The great thing about Yellowfin Data Prep is that you can also use Yellowfin reports as Input Steps that pull data. Data modelling and prep that have been performed previously (or in this case, done for you via connector pre-built content) can be reused, rather than rebuilt from scratch.

To build the initial time series history, we used both reports with userprompt filters, as Input Steps and our resulting Transformation Flow looks like this:

We added a few Transform Steps within the Flow including filtering out web pages that weren’t critical to the pageviews project:

We also split the original GA Source/Medium column into two. GA stores the value as "google / organic", so we used Find and Replace with Regular Expressions for value matching and piped the values into new Source ($1) and Medium ($2) columns respectively:

Besides running Signals from that point on, we also wanted to see how it'd perform on historical data. To look back into the past, we ran the Transformation Flow repeatedly for each day to build history with Run in Design Mode switched on. This was also to get around the 10k rows limit for GA queries.

Run In Design Mode allows the entire Flow to run to completion and insert the output data into your target table while you’re still designing the Flow. Once we were satisfied with the resulting historical data set, we set the report date filters and Flow schedule to run daily on a rolling window.


Not every metric needs a Signal

With our historical GA data freshly prepared into an output table, we created a Yellowfin view on it and started setting up Signals and Assisted Insights.
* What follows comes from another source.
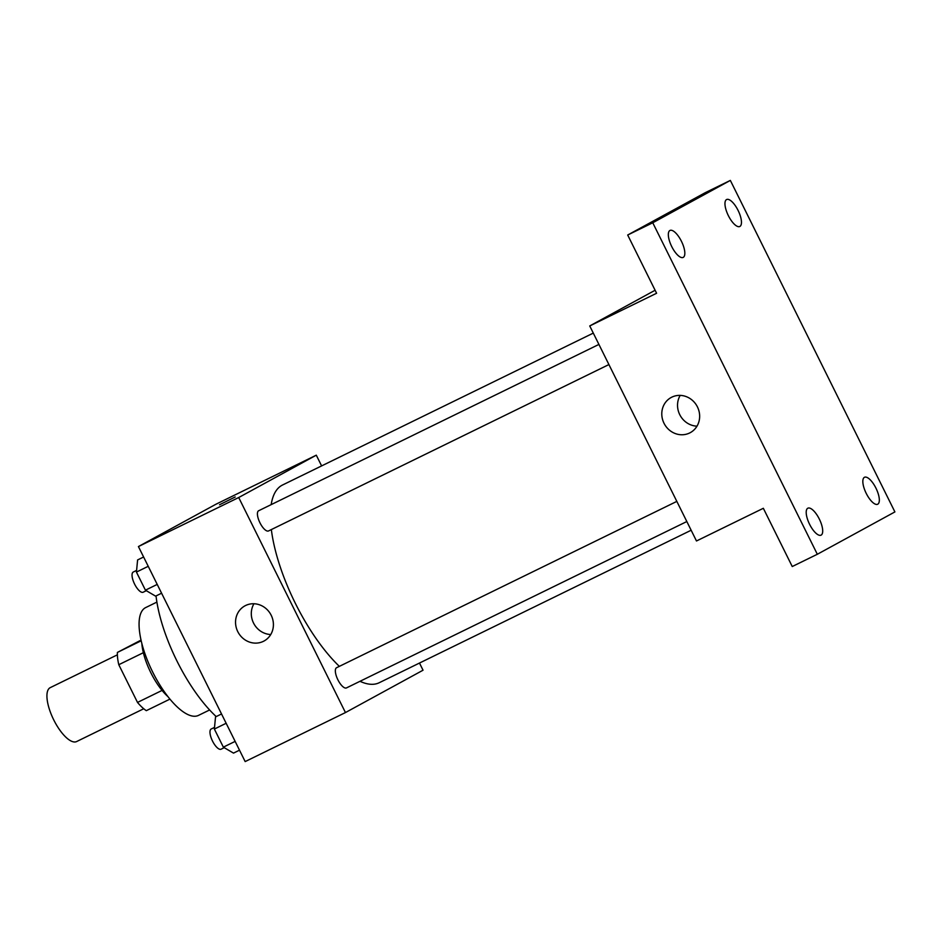 <?xml version="1.0" encoding="UTF-8"?>
<svg xmlns="http://www.w3.org/2000/svg" width="942" height="942" viewBox="0 0 942 942"><rect width="100%" height="100%" fill="white"/><g stroke="black" fill="none" stroke-linecap="round" stroke-linejoin="round"><path stroke-width="1.41" d="M117.373 654.831L50.256 687.636A30.014 11.033 63.9 0 0 53.517 719.452A30.014 11.033 63.9 0 0 76.608 741.566A30.014 11.033 63.9 0 0 76.773 741.484M162.071 690.415L137.508 702.426L118.786 664.711A38.74 14.248 63.9 0 1 117.397 652.429L141.053 640.089M137.508 702.426A38.74 14.248 63.9 0 0 146.304 710.668L169.913 699.129M167.829 696.527A40.011 14.719 -116.1 0 1 141.83 643.327M143.361 652.7L118.786 664.711M141.206 640.784L117.397 652.429M209.619 709.962L198.444 715.414A60.029 22.078 -116.1 0 1 152.251 671.187A60.029 22.078 -116.1 0 1 145.716 607.566L156.89 602.103M216.201 716.579A95.036 34.96 -116.1 0 1 156.031 595.921M419.484 663.05L423.04 670.209L345.455 712.564L245.167 761.583L138.427 546.56L216.001 504.205L316.288 455.174L321.622 465.913M593.295 333.103L282.553 485A110.049 40.471 63.9 0 0 271.178 504.618M271.343 529.581A110.049 40.471 63.9 0 0 339.356 666.359M359.985 681.302A110.049 40.471 63.9 0 0 379.202 682.738L691.157 530.24M345.455 712.564L238.715 497.529L316.288 455.174M598.912 344.419L258.661 510.741A11.245 4.133 63.9 0 0 259.886 522.657A11.245 4.133 63.9 0 0 268.541 530.947A11.245 4.133 63.9 0 0 268.6 530.911M686.836 521.538L346.456 687.919A11.245 4.133 -116.1 0 1 337.848 679.712A11.245 4.133 -116.1 0 1 336.518 667.748A11.245 4.133 -116.1 0 1 336.588 667.713L676.827 501.391M238.715 497.529L138.427 546.56M263.371 641.349A20.006 18.605 61.4 0 1 237.949 631.976A20.006 18.605 61.4 0 1 244.896 605.871A20.006 18.605 61.4 0 1 270.801 614.514A20.006 18.605 61.4 0 1 264.066 640.996A20.006 18.605 61.4 0 1 263.371 641.349M219.521 504.759L235.194 496.976M270.754 634.519A20.006 18.605 61.4 0 1 253.904 623.745A20.006 18.605 61.4 0 1 253.951 603.751M817.326 554.273L652.759 222.771L730.344 180.417L894.9 511.918L817.326 554.273L792.246 566.531L763.338 508.291L696.479 540.979L589.739 325.944L655.102 290.254M730.344 180.417L705.264 192.674L627.69 235.017L652.759 222.771M589.739 325.944L656.598 293.256L627.69 235.017M689.615 432.99A20.006 18.605 61.4 0 1 664.192 423.617A20.006 18.605 61.4 0 1 671.128 397.512A20.006 18.605 61.4 0 1 697.045 406.155A20.006 18.605 61.4 0 1 690.309 432.637A20.006 18.605 61.4 0 1 689.615 432.99M696.986 426.161A20.006 18.605 61.4 0 1 680.136 415.387A20.006 18.605 61.4 0 1 680.195 395.393M681.431 241.282A15.001 5.522 -116.1 0 1 683.174 257.413A15.001 5.522 -116.1 0 1 671.728 246.569A15.001 5.522 -116.1 0 1 669.986 230.449A15.001 5.522 -116.1 0 1 681.431 241.282M819.304 519.03A15.001 5.522 -116.1 0 1 821.047 535.15A15.001 5.522 -116.1 0 1 809.602 524.317A15.001 5.522 -116.1 0 1 807.859 508.197A15.001 5.522 -116.1 0 1 819.304 519.03M875.93 488.109A15.001 5.522 -116.1 0 1 877.673 504.241A15.001 5.522 -116.1 0 1 866.24 493.408A15.001 5.522 -116.1 0 1 864.497 477.276A15.001 5.522 -116.1 0 1 875.93 488.109M738.057 210.36A15.001 5.522 -116.1 0 1 739.8 226.492A15.001 5.522 -116.1 0 1 728.366 215.659A15.001 5.522 -116.1 0 1 726.623 199.527A15.001 5.522 -116.1 0 1 738.057 210.36M239.504 750.185L233.498 753.117L223.348 747.147L214.364 729.049L215.53 716.909L221.535 713.977M235.147 741.389L223.348 747.147M226.151 723.279L214.364 729.049M214.529 727.377L211.22 728.99A11.245 4.133 63.9 0 0 212.445 740.918A11.245 4.133 63.9 0 0 221.099 749.196A11.245 4.133 63.9 0 0 221.158 749.173M161.588 593.213L155.583 596.145L145.433 590.175L136.437 572.077L137.603 559.937L143.608 557.005M157.22 584.417L145.433 590.175M148.235 566.307L136.437 572.077M136.602 570.405L133.293 572.018A11.245 4.133 63.9 0 0 134.518 583.946A11.245 4.133 63.9 0 0 143.172 592.224A11.245 4.133 63.9 0 0 143.231 592.2M76.608 741.566L143.737 708.749M608.909 364.566L268.541 530.947M224.231 747.665L221.099 749.196M146.304 590.693L143.172 592.224"/></g></svg>

With the Pageviews metric capturing every user that visits the site, do you really need a separate signal on Entrances? Maybe not.

How about Exits? Again, maybe not as more people coming into the site will roughly match more people eventually leaving the site, but Exit Rate (Exits / Pageviews) might be useful.

For the initial Outlier Detection job, we ended up selecting the Pageviews metric for a signal. Unique Pageviews was selected as a Related metric which allowed us to overlay it on the chart later during signal exploration:

Again, not every dimension in GA needs to be included as you probably don’t want or need a separate signal generated for every unique combination. For example, we wanted to be alerted on any changes involving a combination of Pageviews by Page Title, Source, Medium, User Type, Device Category, and Country. Other dimensions, like Landing Page Title (website page where the user clicked from) weren’t as important for a signal because we could rely on Assisted Insights to explain the significance if it became a key contributor for a signal. Therefore, Landing Page Title was selected for Assisted Insights, but not for a Signal.

Remember, you can leverage Assisted Insights to analyze the rest of the schema and help explain statistically-significant drivers of a Signal.


Evaluating Signals on a sandbox environment

You’d want to initially set this up on a dev / test environment to allow running an end-to-end Signal process, evaluating the output and re-configuring algorithm parameters as necessary. Some settings that you'll want to think about:

General Settings

There are three things that you’ll need to set:

  • Primary Date Field: the date used to plot time series data for a signal. For GA, this was the Date column for each website visit by a visitor.
  • Scope of Analysis: the date period useful for analysis. This is a granularity setting and, since GA data is most useful on a per day basis, we set this to Day.
  • Max Data Range: the entire data range of interest when viewing Signals on a chart. What you set here decides how far back the time slider goes on a Signal Chart. We set this to 3 months.

Important vs. Less Important Columns for Each Signal Job

Running and evaluating the initial Signals allowed us to drop certain columns from specific Signal jobs that ended up not being that important for the business, as well as creating additional Signal jobs to cover specific trending scenarios around pageviews.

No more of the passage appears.